> [Required work]: Only a number is wanted here: the number of lines of the data that include "added".

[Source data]
::::::::::

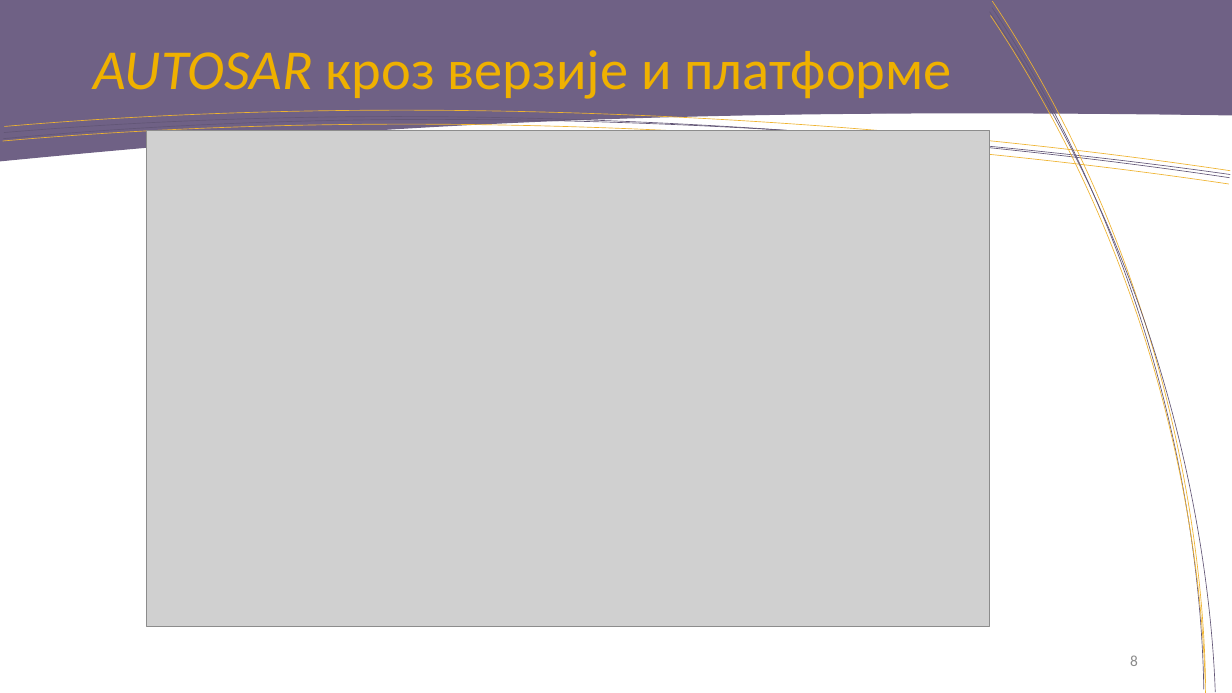
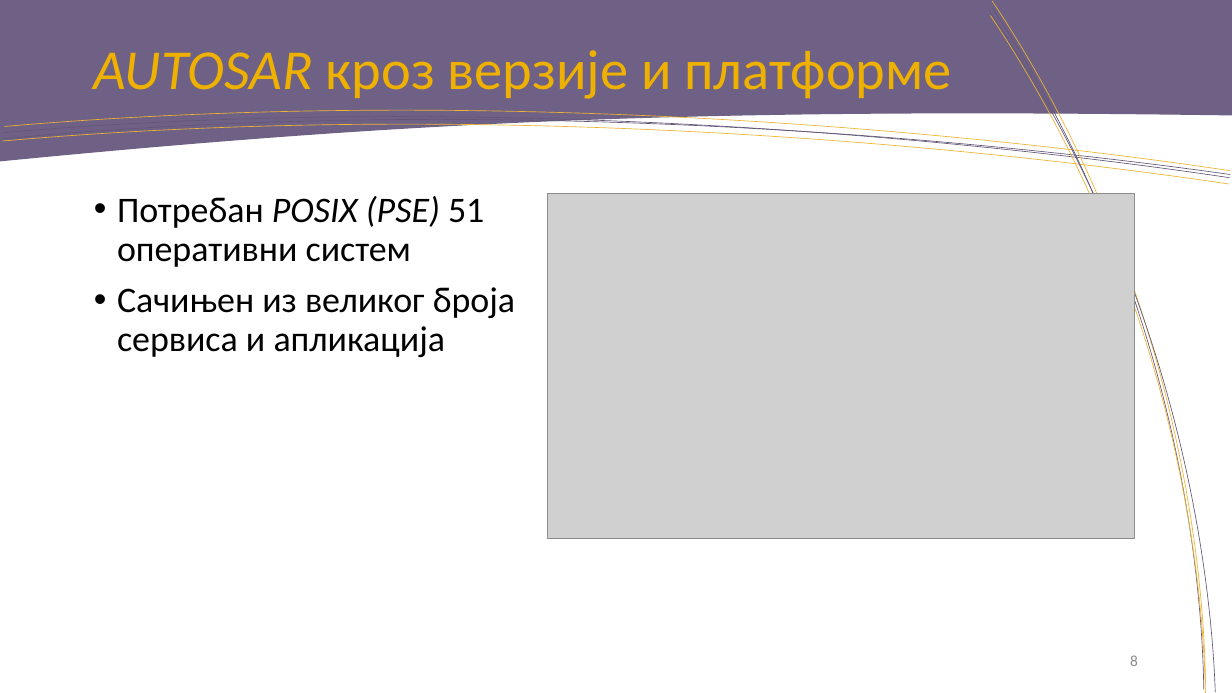
Before and after one commit to rondor1/msc, a slide deck: slide 8 of msc-e28-2018-pres.pptx. Drawn at 1232x693 pixels with LibreOffice and Linux fonts; fonts in the diff are those of the drawing; grey boxes stand for pictures; background and template pictures are left out. Boxes give left, top, right and bottom in pixels: in the first picture for what was removed or moved away, otherwise in the second. Text is boxed around its words. In the diff, an @@ line names an element or a change of style, - is before the commit and + after.

```diff
--- a/msc-e28-2018-pres.pptx
+++ b/msc-e28-2018-pres.pptx
@@ text added at [117,196,515,357], 28 pt, text #000000 @@
+• Потребан POSIX (PSE) 51 оперативни систем
+• Сачињен из великог броја сервиса и апликација
@@ picture: place and size @@
-picture at [147,130,991,627]
+picture at [547,193,1134,539]
```
Also in this commit, not shown: 10 other slides changed, 9 slides added, 3 slides removed.

::::::::::

> [Exercise answer]: 2